Bond markets have been supported by some market-friendly data and while Fed speakers were again mixed, it was the more dovish remarks that captured attention.
Markets Today: Bad [FOMC] Romance?
While the FOMC Minutes captured the market’s attention, for your scribe the most instructive comments came from the Fed’s Dudley who serves as the FOMC vice-chair in his fireside chat overnight.
Reading the US FOMC Minutes I couldn’t help but think of Lady Gaga’s hit 2009 song Bad Romance. The main disagreement between the hawks and the doves are on their views of the degree of spare capacity in the labour market, and the degree of confidence that inflation will pick-up to the Fed’s 2% target. Despite that difference, the two camps are not so far apart with the Minutes noting the September decision was “a close call” (as had already been flagged by Fischer) and “that a reasonable argument could be made either for an increase at this meeting or for waiting for some additional information on the labor market and inflation”. Consequently, a December rate hike still looks highly probable assuming the labour market continues to improve. Against that backdrop, the market now prices an 81% chance of a rate hike by December according to OIS, only marginally higher than yesterday.
While the FOMC Minutes captured the market’s attention, for your scribe the most instructive comments came from the Fed’s Dudley who serves as the FOMC vice-chair in his fireside chat overnight. He noted that “there’s more slack in the labor market than is suggested by just the unemployment rate” and with inflation below target “we can be quite gentle as we go in terms of gradually removing monetary policy accommodation”. That suggests after a likely December hike, it’s going to be a very gentle tightening cycle until the Fed see’s evidence of inflation picking up to 2% or wages growth at or exceeding 3% (Fischer has echoed similar words in recent weeks).

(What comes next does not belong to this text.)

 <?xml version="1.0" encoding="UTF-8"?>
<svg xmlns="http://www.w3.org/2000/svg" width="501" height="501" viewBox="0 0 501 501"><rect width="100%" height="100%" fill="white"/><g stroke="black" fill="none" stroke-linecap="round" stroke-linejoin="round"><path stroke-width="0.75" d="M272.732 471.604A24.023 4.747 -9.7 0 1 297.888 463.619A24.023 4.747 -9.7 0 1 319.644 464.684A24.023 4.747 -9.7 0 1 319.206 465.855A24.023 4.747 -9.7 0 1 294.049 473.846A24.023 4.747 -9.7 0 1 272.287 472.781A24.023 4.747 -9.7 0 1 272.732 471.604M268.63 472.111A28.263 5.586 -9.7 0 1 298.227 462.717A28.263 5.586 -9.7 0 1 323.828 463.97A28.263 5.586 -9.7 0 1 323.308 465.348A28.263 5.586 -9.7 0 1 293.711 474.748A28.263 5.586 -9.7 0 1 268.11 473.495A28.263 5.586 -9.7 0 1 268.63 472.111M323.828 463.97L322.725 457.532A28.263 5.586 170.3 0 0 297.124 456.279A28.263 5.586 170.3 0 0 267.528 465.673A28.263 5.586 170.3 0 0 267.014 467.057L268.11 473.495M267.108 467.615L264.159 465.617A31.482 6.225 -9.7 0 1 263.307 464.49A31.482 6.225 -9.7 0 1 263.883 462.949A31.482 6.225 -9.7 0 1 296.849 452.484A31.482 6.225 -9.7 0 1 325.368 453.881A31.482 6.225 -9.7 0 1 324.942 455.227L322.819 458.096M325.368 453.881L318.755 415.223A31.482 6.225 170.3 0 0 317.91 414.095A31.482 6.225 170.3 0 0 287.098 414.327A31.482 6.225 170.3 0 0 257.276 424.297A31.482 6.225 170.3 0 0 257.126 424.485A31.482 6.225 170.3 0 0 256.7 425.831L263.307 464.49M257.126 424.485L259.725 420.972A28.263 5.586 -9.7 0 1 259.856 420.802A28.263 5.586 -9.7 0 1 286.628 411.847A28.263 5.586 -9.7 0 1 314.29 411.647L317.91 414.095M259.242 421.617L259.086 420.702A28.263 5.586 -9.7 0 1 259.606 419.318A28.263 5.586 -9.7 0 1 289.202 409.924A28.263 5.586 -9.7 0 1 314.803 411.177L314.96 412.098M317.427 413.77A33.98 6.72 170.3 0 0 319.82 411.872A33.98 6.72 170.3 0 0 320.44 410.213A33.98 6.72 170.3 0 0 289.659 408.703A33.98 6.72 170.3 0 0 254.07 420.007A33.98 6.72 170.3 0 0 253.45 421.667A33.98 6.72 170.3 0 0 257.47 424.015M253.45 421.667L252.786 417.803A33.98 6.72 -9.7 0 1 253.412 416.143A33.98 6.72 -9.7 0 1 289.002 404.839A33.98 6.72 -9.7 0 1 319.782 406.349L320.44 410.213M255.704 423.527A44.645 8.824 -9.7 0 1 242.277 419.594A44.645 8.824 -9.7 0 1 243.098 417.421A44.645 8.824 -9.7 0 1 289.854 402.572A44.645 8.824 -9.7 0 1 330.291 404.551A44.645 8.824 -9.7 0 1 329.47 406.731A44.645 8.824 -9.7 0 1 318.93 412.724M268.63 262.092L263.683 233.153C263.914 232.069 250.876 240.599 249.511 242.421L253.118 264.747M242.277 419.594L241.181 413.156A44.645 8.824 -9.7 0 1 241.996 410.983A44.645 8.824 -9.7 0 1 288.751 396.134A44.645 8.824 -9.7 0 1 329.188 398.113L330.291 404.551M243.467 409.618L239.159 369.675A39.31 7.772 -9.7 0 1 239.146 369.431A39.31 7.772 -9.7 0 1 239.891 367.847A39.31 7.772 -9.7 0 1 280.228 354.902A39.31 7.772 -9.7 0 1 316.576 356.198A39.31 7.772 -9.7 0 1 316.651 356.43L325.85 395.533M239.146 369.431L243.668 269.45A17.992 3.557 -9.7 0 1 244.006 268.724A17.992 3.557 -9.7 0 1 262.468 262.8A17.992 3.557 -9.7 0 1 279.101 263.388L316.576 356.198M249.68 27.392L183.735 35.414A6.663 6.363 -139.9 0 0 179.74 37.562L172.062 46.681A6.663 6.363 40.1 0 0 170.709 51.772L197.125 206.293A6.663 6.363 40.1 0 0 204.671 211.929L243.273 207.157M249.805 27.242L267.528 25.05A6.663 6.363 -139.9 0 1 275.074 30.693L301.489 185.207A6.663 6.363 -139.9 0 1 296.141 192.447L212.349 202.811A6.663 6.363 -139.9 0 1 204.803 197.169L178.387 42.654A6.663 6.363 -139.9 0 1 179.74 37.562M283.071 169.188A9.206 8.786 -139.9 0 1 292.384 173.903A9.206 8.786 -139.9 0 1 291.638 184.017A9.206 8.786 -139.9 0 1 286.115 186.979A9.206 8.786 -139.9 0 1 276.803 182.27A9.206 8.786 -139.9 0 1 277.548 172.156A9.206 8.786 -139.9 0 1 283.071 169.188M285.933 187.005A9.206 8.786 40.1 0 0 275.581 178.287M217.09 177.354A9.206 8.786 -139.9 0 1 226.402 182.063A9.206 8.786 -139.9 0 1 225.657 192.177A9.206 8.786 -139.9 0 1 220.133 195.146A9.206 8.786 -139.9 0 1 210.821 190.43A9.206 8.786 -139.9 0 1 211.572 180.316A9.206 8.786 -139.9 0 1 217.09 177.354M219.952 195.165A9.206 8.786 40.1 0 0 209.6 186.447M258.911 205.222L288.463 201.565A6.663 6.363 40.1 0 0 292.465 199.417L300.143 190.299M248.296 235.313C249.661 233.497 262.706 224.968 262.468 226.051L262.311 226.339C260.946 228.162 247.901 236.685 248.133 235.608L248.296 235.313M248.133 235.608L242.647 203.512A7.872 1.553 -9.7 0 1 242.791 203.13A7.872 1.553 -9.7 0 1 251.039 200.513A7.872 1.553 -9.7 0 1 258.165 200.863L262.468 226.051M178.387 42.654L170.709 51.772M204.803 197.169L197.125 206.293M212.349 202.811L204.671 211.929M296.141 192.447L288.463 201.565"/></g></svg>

Against that backdrop, US Treasury yields were 1.2 bps higher to 1.78%, with an earlier increase up to 1.80% unwound following Dudley’s remarks and the Minutes. Other major sovereign bond yields essentially followed the moves by Treasuries the previous day, with German Bund yields up 4.2 bps to 0.1%. UK Gilt yields rose by a greater magnitude, up 6.4bps to 1.0% helped along by comments by Prime Minister May.
There was little data out overnight, with only US Job Opening figures (JOLTS) which fell 6.7% August. Although below consensus, it was viewed as merely compensating for extraordinary levels and importantly, the quit rate was unchanged at 2.1% – suggestive of a tight labour market
In the FX space, it’s a story of very slight US dollar strength with the US dollar up 0.2% across the board. Amongst G10 currencies, the outperformer was the British Pound, up 0.7% and unwinding some of yesterday’s sharp 1.9% fall. Most of that price action occurred in the Asian time zone following a report that PM May had accepted that Parliament should be allowed to vote on Brexit. That story was later clarified with Parliament not voting on trigging Article 50 (the formal Brexit instrument), but rather on having a discussion on the plans for Brexit.
The AUD also outperformed, holding onto its gains, up 0.3%. That move was helped by a higher CNY fix against a fairly stable RMB basket, along with reports that the Q4 Coking Coal Contract price in Australia had been set at $200 a tonne, a massive 100% increase on Q3! Very rough back of the envelope calculations suggest that could boost export earnings by up to $1bn a month, and potentially halve the monthly trade deficit.
Equities were mixed overnight. US equities rose with the S&P500 up 0.2%, but European equities fell with the DAX down 0.5% and the FTSE also down 0.7%. Oil fell another 1% last night, to $US50.27 (WTI measure), with doubts over the OPEC production cap and Russia’s participation, despite OPEC indicating that talks with Russia had been “very constructive”.
This morning in Australia we get Consumer Inflation Expectations. While not usually market moving, it is worth watching out for given that inflation expectations has been grinding lower and is important for the outlook for monetary policy.
Across the ditch there is a swath of data, though mostly second tier, including: ANZ Job Advertisements; Manufacturing PMI; Food Prices; and ANZ Consumer Confidence. The REINZ House Sales was out as this goes to print and was down 9.5% in the month.
As for the international data, the pick will be Chinese trade figures. Otherwise a very quiet session ahead.
On global stock markets, the S&P 500 was +0.16%. Bond markets saw US 10-years +1.24bp to 1.78%. In commodities, Brent crude oil -0.93% to $51.92, gold+0.1% to $1,254, iron ore -0.9% to $57.16. AUD is at 0.7568 and the range since yesterday 5pm Sydney time is 0.7552 to 0.7588.